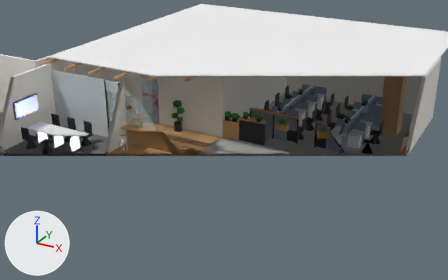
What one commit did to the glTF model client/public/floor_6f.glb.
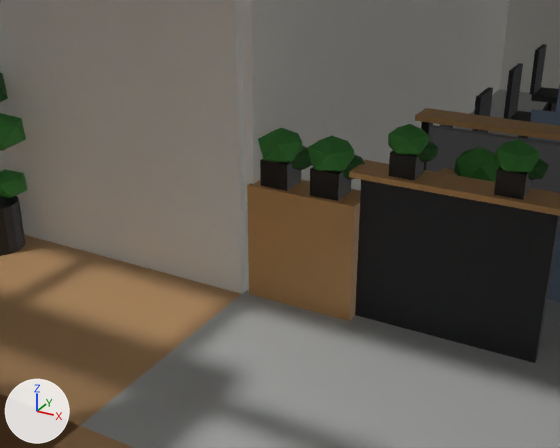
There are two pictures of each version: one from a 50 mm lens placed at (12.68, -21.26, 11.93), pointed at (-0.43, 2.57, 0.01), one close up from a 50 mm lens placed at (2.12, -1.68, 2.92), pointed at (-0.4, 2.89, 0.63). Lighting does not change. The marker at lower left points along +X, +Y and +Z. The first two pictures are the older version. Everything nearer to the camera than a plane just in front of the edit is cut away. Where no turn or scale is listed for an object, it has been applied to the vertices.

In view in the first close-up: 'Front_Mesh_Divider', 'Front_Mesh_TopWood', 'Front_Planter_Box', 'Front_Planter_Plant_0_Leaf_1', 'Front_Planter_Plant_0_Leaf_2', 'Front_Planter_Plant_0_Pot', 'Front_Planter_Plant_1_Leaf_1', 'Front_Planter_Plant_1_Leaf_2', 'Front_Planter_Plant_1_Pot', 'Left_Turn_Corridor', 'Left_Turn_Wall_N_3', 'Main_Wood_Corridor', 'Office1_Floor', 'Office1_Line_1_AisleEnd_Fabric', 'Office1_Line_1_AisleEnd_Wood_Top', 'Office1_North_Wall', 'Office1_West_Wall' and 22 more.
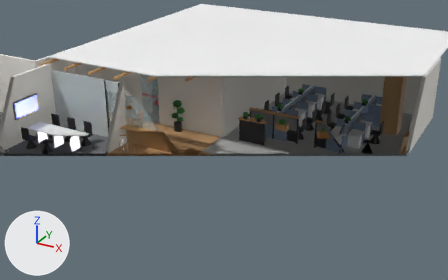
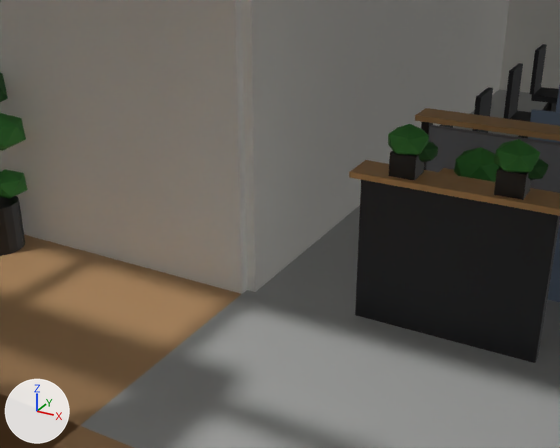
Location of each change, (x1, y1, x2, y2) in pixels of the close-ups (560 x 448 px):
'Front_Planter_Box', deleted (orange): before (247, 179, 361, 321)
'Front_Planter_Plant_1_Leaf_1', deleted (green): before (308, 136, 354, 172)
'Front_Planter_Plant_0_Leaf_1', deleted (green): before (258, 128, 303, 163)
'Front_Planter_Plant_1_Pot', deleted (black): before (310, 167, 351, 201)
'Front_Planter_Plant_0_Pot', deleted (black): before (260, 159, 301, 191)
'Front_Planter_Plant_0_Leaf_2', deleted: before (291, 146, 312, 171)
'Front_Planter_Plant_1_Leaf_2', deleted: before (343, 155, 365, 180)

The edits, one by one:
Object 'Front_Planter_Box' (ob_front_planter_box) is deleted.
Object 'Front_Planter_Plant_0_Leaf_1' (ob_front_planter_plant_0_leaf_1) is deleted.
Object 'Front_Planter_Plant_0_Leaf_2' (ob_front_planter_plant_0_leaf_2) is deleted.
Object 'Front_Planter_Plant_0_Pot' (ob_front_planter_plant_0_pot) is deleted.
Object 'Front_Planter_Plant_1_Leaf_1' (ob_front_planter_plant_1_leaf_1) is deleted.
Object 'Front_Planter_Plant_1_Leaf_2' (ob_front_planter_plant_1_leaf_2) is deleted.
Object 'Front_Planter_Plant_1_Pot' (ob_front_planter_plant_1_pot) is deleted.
===============
# [ACTIVITY]
Lines above with the string "each" need to be found and copied.

# [RESPONSE AREA]
There are two pictures of each version: one from a 50 mm lens placed at (12.68, -21.26, 11.93), pointed at (-0.43, 2.57, 0.01), one close up from a 50 mm lens placed at (2.12, -1.68, 2.92), pointed at (-0.4, 2.89, 0.63). Lighting does not change. The marker at lower left points along +X, +Y and +Z. The first two pictures are the older version. Everything nearer to the camera than a plane just in front of the edit is cut away. Where no turn or scale is listed for an object, it has been applied to the vertices.
Location of each change, (x1, y1, x2, y2) in pixels of the close-ups (560 x 448 px):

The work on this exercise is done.